According to The New York Times, these changes are among more than 90 environmental rules that have been reversed or weakened since Trump took office.

“It’s very frustrating, this whole attack on our system of environmental protection,” Muth said. “We’re rolling the dice unnecessarily.”

But the post-pandemic recovery period could also give countries a chance to reassess.

“As we move out of the emergency response phase, do we put investments into the economy of the future, or do we put everything back to where it was?” said Robert Kopp, a climate scientist at Rutgers University.

But the pandemic could also induce the opposite response, by forcing people to take stock of their values and broader societal goals. For instance, the outbreak demonstrated how lifestyle changes can have an impact — however fleeting — on the environment.
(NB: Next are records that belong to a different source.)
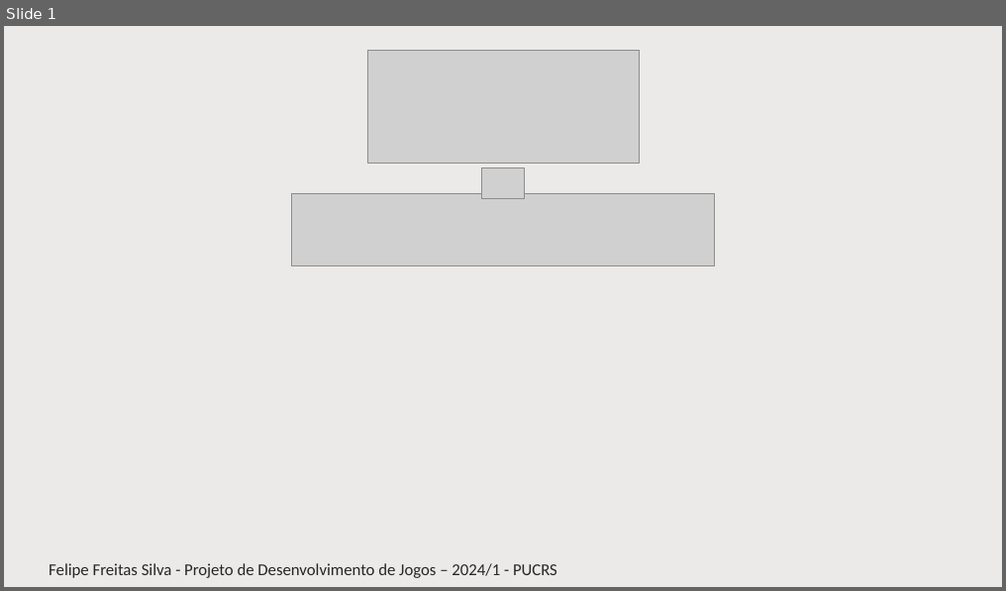
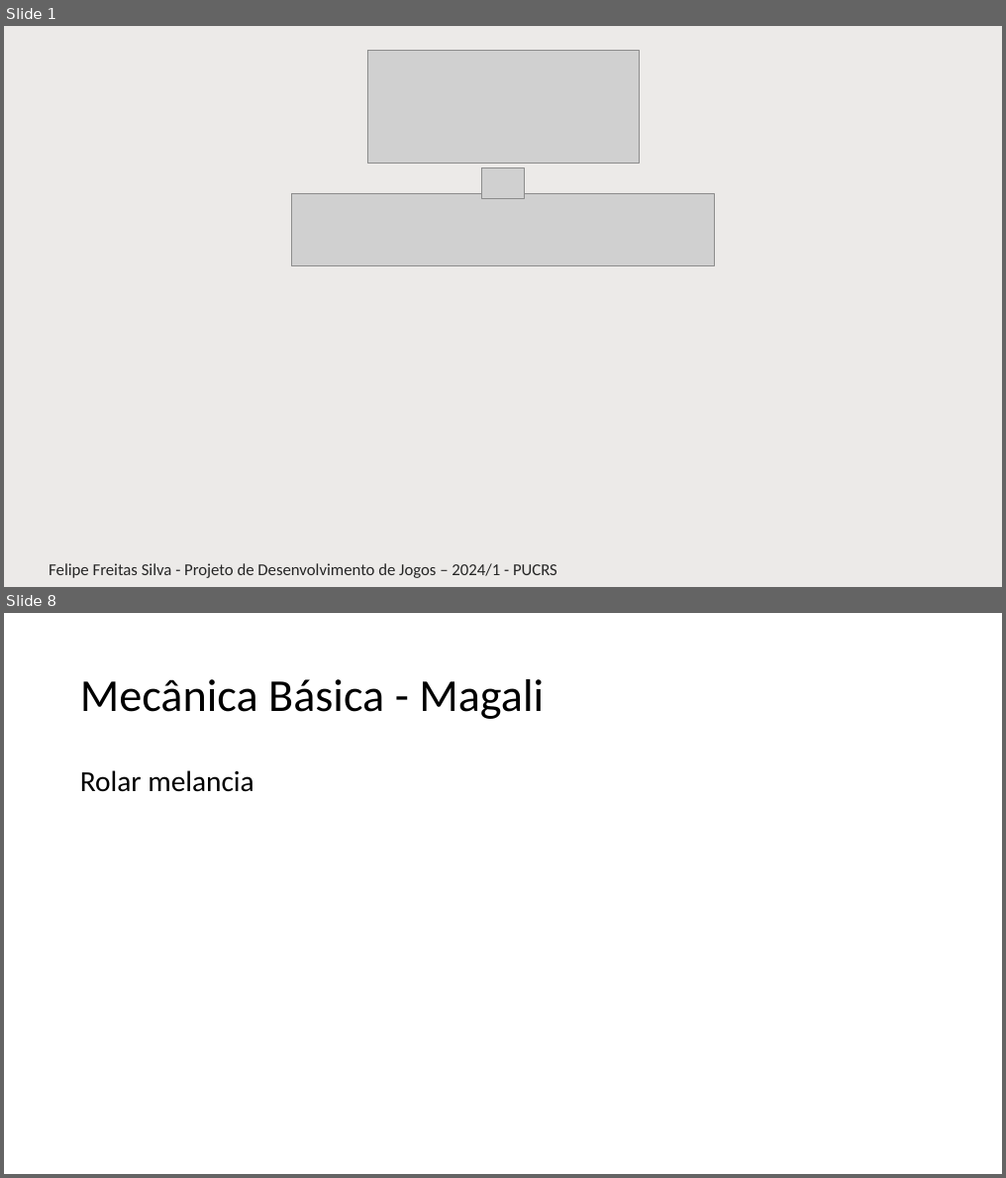
Before and after one commit to EngenhariaSoftwarePUCRS/Projeto_de_Desenvolvimento_de_Jogos, a slide deck: Trabalho/Parte1_Pitch/Pitch__Fuga_dos_Pets__Felipe_Freitas_Silva.pptx. Shown one above the other, each under a label of ours: slide 1 before the commit, slides 1 and 8 after it; the slides between them are not shown. The pictures are 1006x591 and 1006x1178 pixels, drawn with LibreOffice and Linux fonts; fonts in the diff are those of the drawing; grey boxes stand for pictures; background and template pictures are left out. Boxes give left, top, right and bottom in pixels: in the first picture for what was removed or moved away, otherwise in the second. Text is boxed around its words. In the diff, an @@ line names an element or a change of style, - is before the commit and + after.

```diff
--- a/Trabalho/Parte1_Pitch/Pitch__Fuga_dos_Pets__Felipe_Freitas_Silva.pptx
+++ b/Trabalho/Parte1_Pitch/Pitch__Fuga_dos_Pets__Felipe_Freitas_Silva.pptx
@@ slide 8 added at [4, 613, 1002, 1174], background #FFFFFF @@
@@ title added at [80, 679, 544, 719], 44 pt, text #000000 @@
+Mecânica Básica - Magali
@@ text added at [80, 770, 253, 792], 28 pt, text #000000 @@
+Rolar melancia
```
Also in this commit, not shown: 18 other slides added.

Countries under coronavirus lockdowns, such as China, Italy and the U.S., experienced unintended climate benefits such as declines in pollution and greenhouse gases as a result of reduced air travel, restrictions on movement within cities and significant slowdowns of industrial activities.

While these climate benefits are only temporary, they did demonstrate what can happen even on short-term scales, according to Mann.

“We can see in real time the impact that we can have on the environment if we choose to curtail certain type of activities,” he said.

The pandemic has also demonstrated the importance of cooperation among countries on matters of global importance. After all, climate change — like a virus — pays no regard to borders.

Mann maintains that though the post-coronavirus recovery will likely be challenging, the pandemic’s silver lining could be that it sets off efforts to protect the health and safety of people, their communities and the planet — similar to the citizen-led initiatives that surrounded the first Earth Day celebrations.

“We have a real opportunity here for change,” he said. “As they say, it’s always darkest before dawn. We may see the tipping point we’ve all been waiting for on climate change action.”